In this investigation, the specimens were meticulously prepared by incorporating varying weight percentages of hemp hurds (ranging from 1% to 5% by weight) and glass fibers (at 1% and 2% by weight), in conjunction with a water-to-gypsum weight ratio of 0.6, as detailed in

Table 1. Material composition of test specimens.

Conditions	Composite Mix Ratios
	RS	H1	G1	H2	G2	H3	H4	H5
Water/gypsum weight ratio [g/g]	0.6	0.6	0.6	0.6	0.6	0.6	0.6	0.6
Hemp hurds [wt.%]	-	1	-	2	-	3	4	5
Glass fiber [wt.%]	-	-	1	-	2	-	-	-

. This specific ratio was selected based on the study by Trociński et al. (2024), which demonstrated that a water-to-gypsum ratio of 0.6 provides a balanced formulation yielding specimens with high mechanical strength, reduced brittleness, and moderate mass [14]. The selection of hemp hurd content up to 5% by weight was guided by the findings of Ejaz et al., indicating optimal mechanical performance in gypsum agricultural waste composites when the filler content does not exceed this threshold [29]. Furthermore, the incorporation of glass fibers at 1–2% by weight follows the principle reported by Iucolano et al., stating that these are the most commonly used fiber proportions in gypsum composites due to the significant volumetric disparity between gypsum and fibers. Excessive fiber addition can adversely affect matrix integrity and overall composite performance, reinforcing the decision to adopt these modest yet effective reinforcement levels [30].

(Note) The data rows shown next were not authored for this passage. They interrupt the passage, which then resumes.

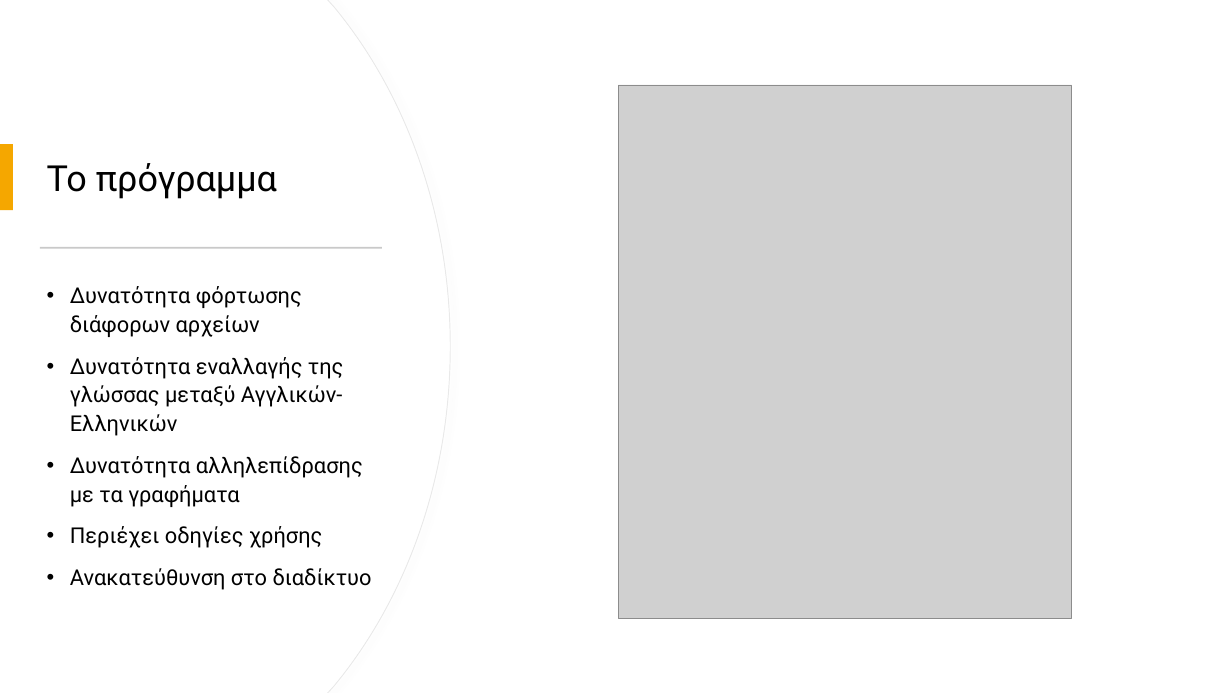
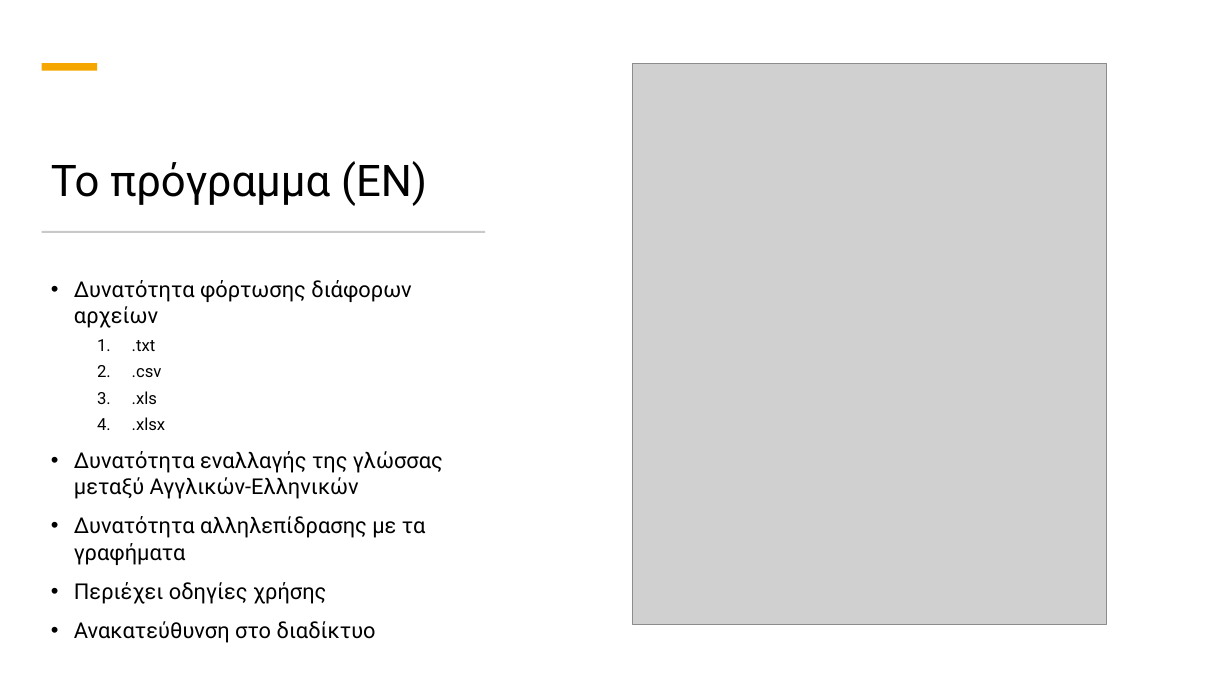
Before and after one commit to johnprif/Thesis, a slide deck: slide 31 of thesisPriftiPP.pptx (slide 30 before the commit). Drawn at 1232x693 pixels with LibreOffice and Linux fonts; fonts in the diff are those of the drawing; grey boxes stand for pictures. Boxes give left, top, right and bottom in pixels: in the first picture for what was removed or moved away, otherwise in the second. Text is boxed around its words. In the diff, an @@ line names an element or a change of style, - is before the commit and + after.

```diff
--- a/thesisPriftiPP.pptx
+++ b/thesisPriftiPP.pptx
@@ freeform shape removed at [0, 0, 450, 693] @@
@@ freeform shape removed at [0, 0, 449, 693] @@
@@ rectangle added at [42, 63, 97, 70], fill #F5A700 @@
@@ picture: place and size @@
-picture at [618, 85, 1071, 618]
+picture at [633, 63, 1107, 624]
@@ title "Το πρόγραμμα (EN)" at [51, 161, 427, 206]: vertical alignment middle to bottom @@
@@ rectangle removed at [0, 144, 13, 211] @@
@@ title at [51, 161, 427, 206]: text changed; size 28 to 34 pt @@
-Το πρόγραμμα
+Το πρόγραμμα (EN)
@@ rectangle: place and size @@
-rectangle at [40, 247, 382, 249]
+rectangle at [42, 231, 485, 233]
@@ text at [74, 280, 443, 639]: line spacing 1.1 to 1 @@
@@ text at [132, 340, 166, 430]: paragraphs added @@
+  1. .txt
+  2. .csv
+  3. .xls
+  4. .xlsx
```
Also in this commit, not shown: 4 other slides changed, 8 slides added, 6 slides removed.
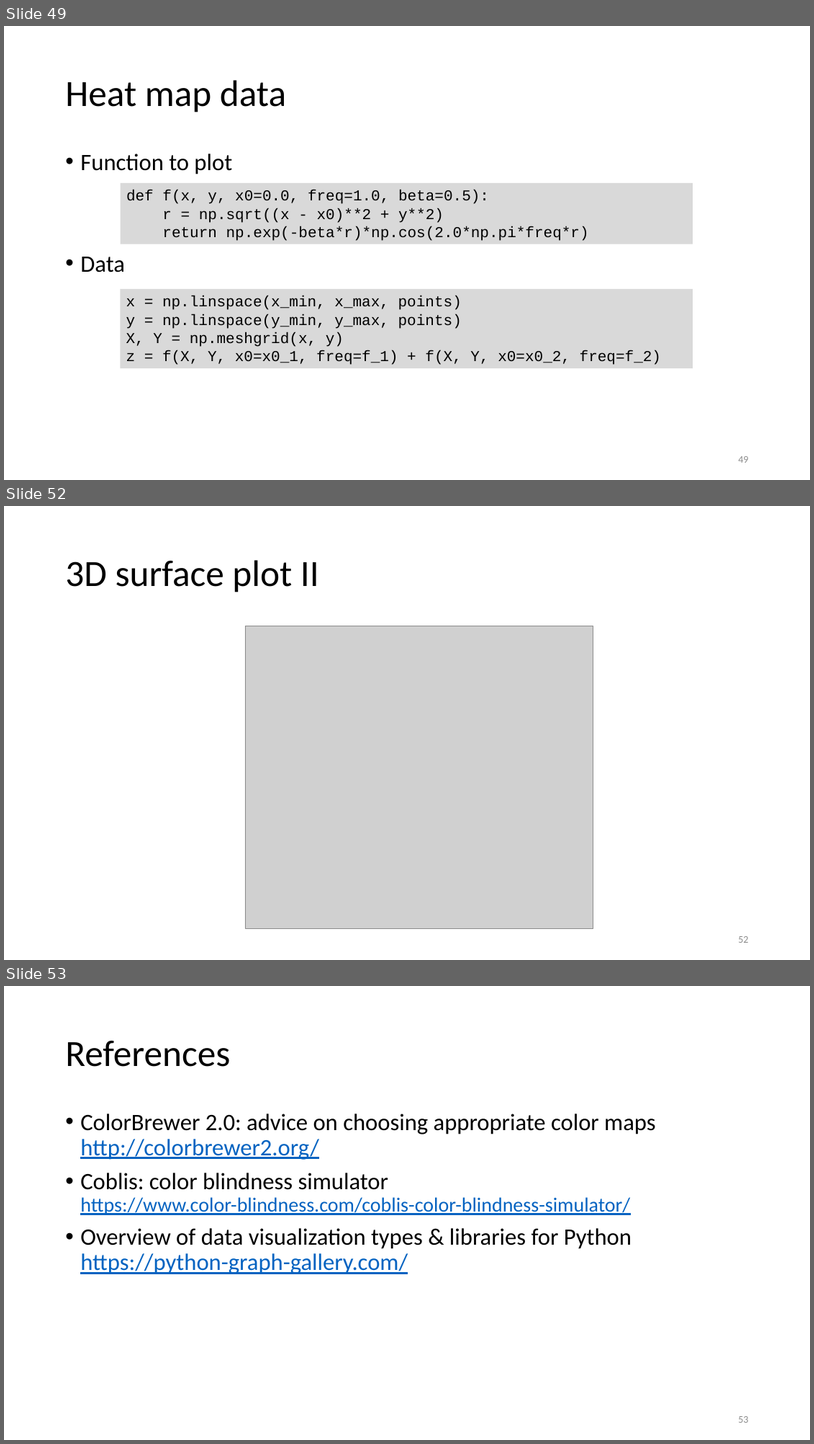
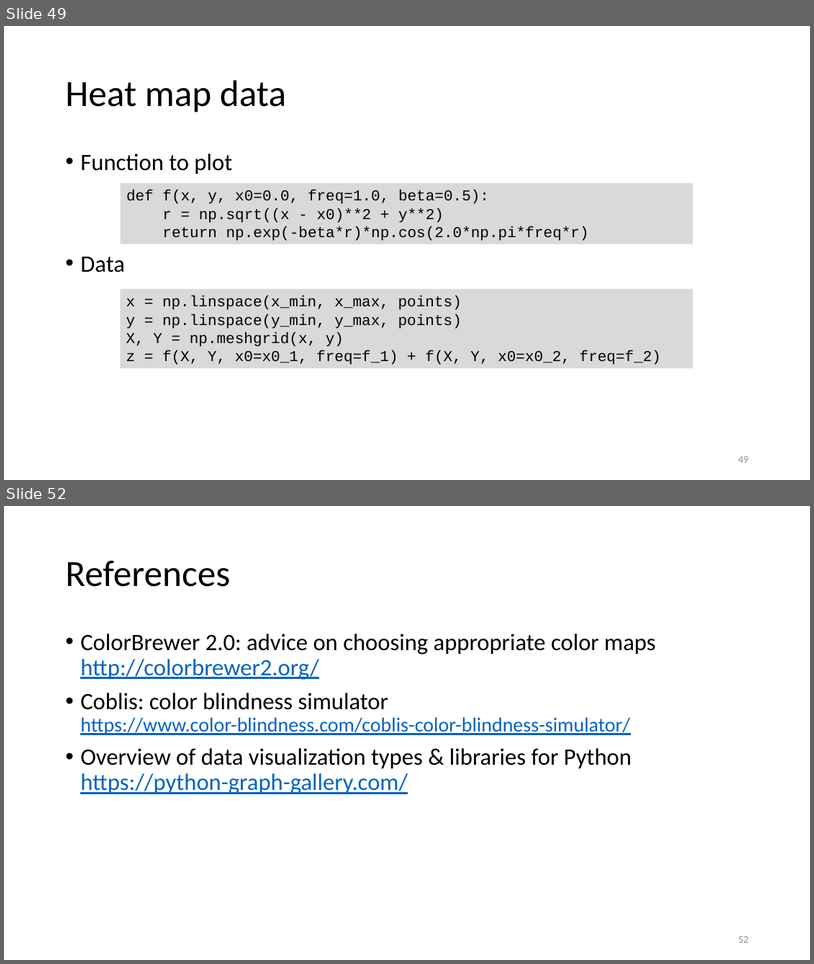
Before and after one commit to gjbex/Scientific-Python, a slide deck: scientific_python.pptx. Shown one above the other, each under a label of ours: slides 49, 52 and 53 before the commit, slides 49 and 52 after it; the slides between them are not shown. The pictures are 814x1444 and 814x964 pixels, drawn with LibreOffice and Linux fonts; fonts in the diff are those of the drawing; grey boxes stand for pictures. Boxes give left, top, right and bottom in pixels: in the first picture for what was removed or moved away, otherwise in the second. Text is boxed around its words. In the diff, an @@ line names an element or a change of style, - is before the commit and + after.

Commit message:
Bundle 3D surface plot slides into one

```diff
--- a/scientific_python.pptx
+++ b/scientific_python.pptx
@@ slide 52 removed at (4, 506, 810, 960), background #FFFFFF @@
@@ title removed at (65, 560, 319, 592) @@
-3D surface plot II
@@ picture removed at (245, 626, 593, 928) @@
@@ page number removed at (738, 936, 748, 942) @@
-52
@@ what was slide 53 is now slide 52 @@
```
Also in this commit, not shown: 3 slides changed.
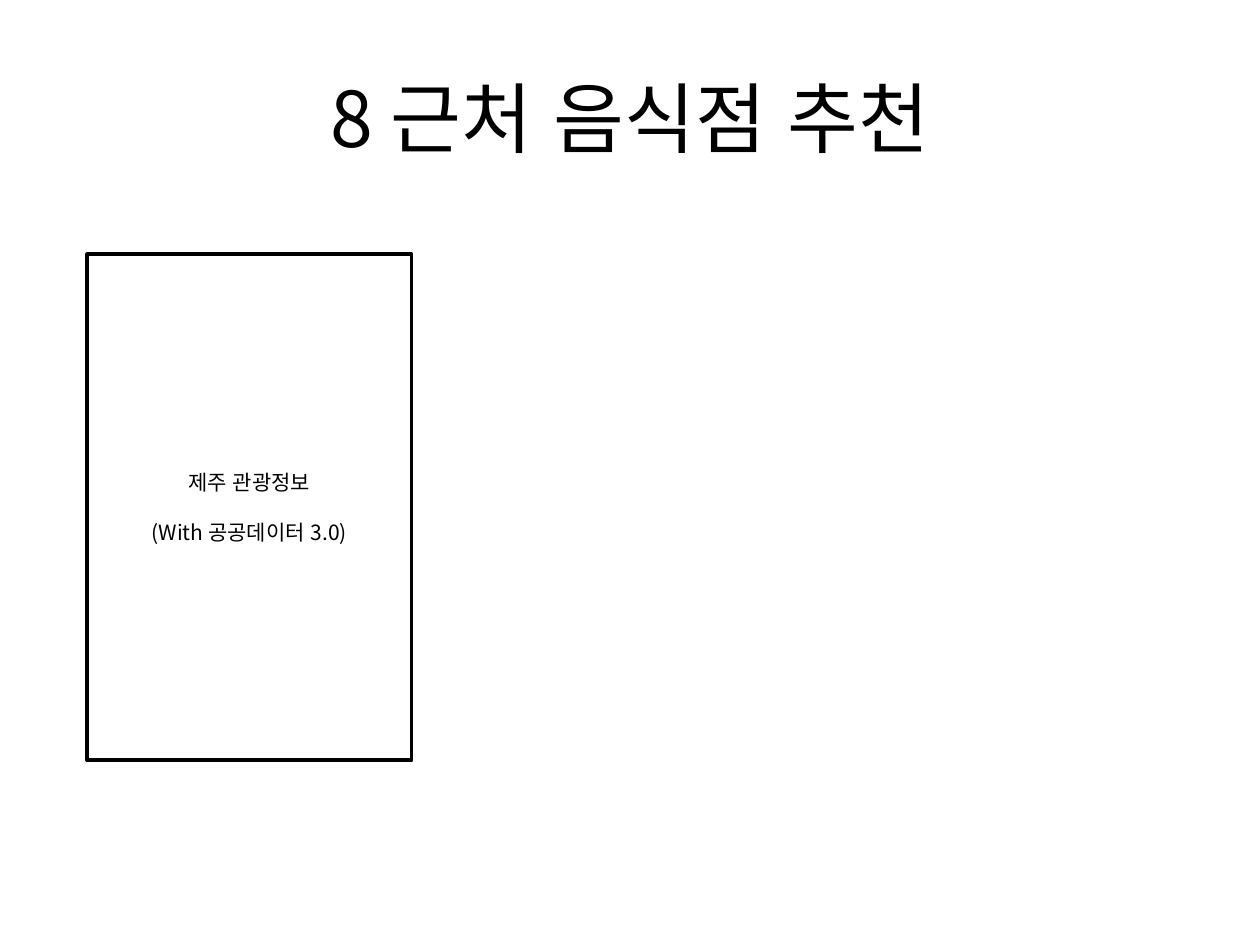
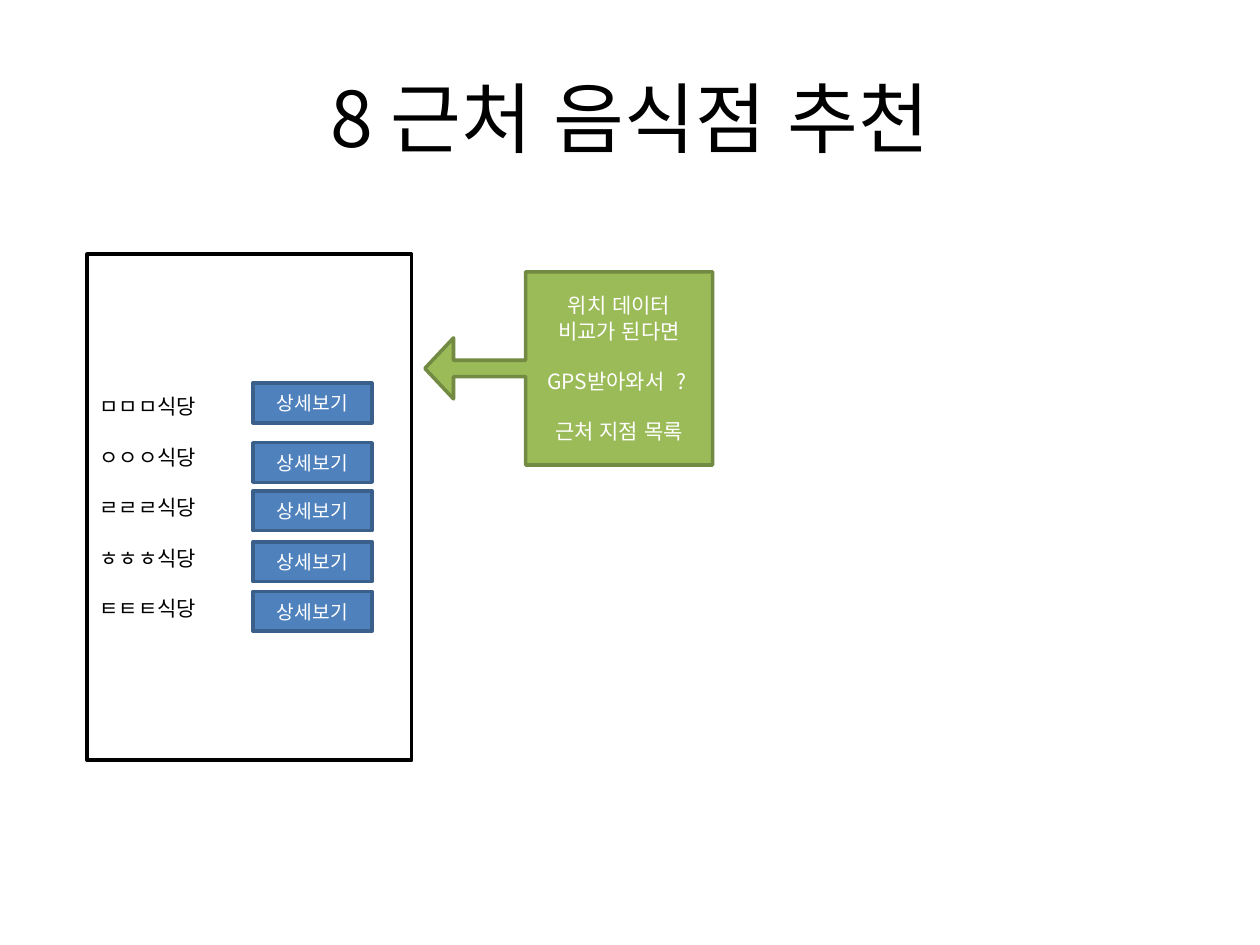
Before and after one commit to Seo-Sang-Eun/test01, a slide deck: slide 12 of Project Info/ui.pptx (slide 10 before the commit). Drawn at 1260x945 pixels with LibreOffice and Linux fonts; fonts in the diff are those of the drawing. Boxes give left, top, right and bottom in pixels: in the first picture for what was removed or moved away, otherwise in the second. Text is boxed around its words. In the diff, an @@ line names an element or a change of style, - is before the commit and + after.

```diff
--- a/Project Info/ui.pptx
+++ b/Project Info/ui.pptx
@@ left arrow callout added at [425, 272, 712, 465], fill #9BBB59, outline #738A42 2 pt, 12 pt, text #FFFFFF @@
+위치 데이터 비교가 된다면
+GPS받아와서 ?
+근처 지점 목록
@@ rectangle added at [253, 383, 372, 422], fill #4F81BD, outline #3A5F8C 2 pt, 11 pt, text #FFFFFF @@
+상세보기
@@ text in rectangle at [99, 396, 195, 618]: text changed @@
-제주 관광정보
-(With 공공데이터 3.0)
+ㅁㅁㅁ식당
+ㅇㅇㅇ식당
+ㄹㄹㄹ식당
+ㅎㅎㅎ식당
+ㅌㅌㅌ식당
@@ rectangle added at [253, 442, 372, 481], fill #4F81BD, outline #3A5F8C 2 pt, 11 pt, text #FFFFFF @@
+상세보기
@@ rectangle added at [253, 491, 372, 530], fill #4F81BD, outline #3A5F8C 2 pt, 11 pt, text #FFFFFF @@
+상세보기
@@ rectangle added at [253, 542, 372, 581], fill #4F81BD, outline #3A5F8C 2 pt, 11 pt, text #FFFFFF @@
+상세보기
@@ rectangle added at [253, 591, 372, 630], fill #4F81BD, outline #3A5F8C 2 pt, 11 pt, text #FFFFFF @@
+상세보기
```
Also in this commit, not shown: 5 other slides changed, 2 slides added, 1 other file.

The mixing process began by thoroughly combining gypsum plaster with water at the specified water-to-gypsum ratio. Hemp hurds (ranging from 1 to 5% by weight) were incorporated during the mixing of gypsum plaster with water, blended thoroughly until a uniform mixture was obtained, and then poured into molds. In mixtures incorporating glass fibers, the designated amount of fiber (ranging from 1% to 2% by weight) was positioned as a middle reinforcement layer during the casting process. Air bubbles were removed by gently vibrating or compacting the molds. All specimens were cured in a controlled room environment at an ambient temperature for 24 h.

For all the developed mixtures, physical and mechanical characterizations, including density, water absorption, flexural strength, compressive strength, and thermal properties, were evaluated, as summarized in

Table 2. Details of test samples.

Test	Dimensions of Test Specimen
Density, water absorption	100 mm × 100 mm × 7 mm
Flexural strength	160 mm × 40 mm × 40 mm
Thermal properties	100 mm × 100 mm × 7 mm

. The sample preparation process is illustrated in Figure 1.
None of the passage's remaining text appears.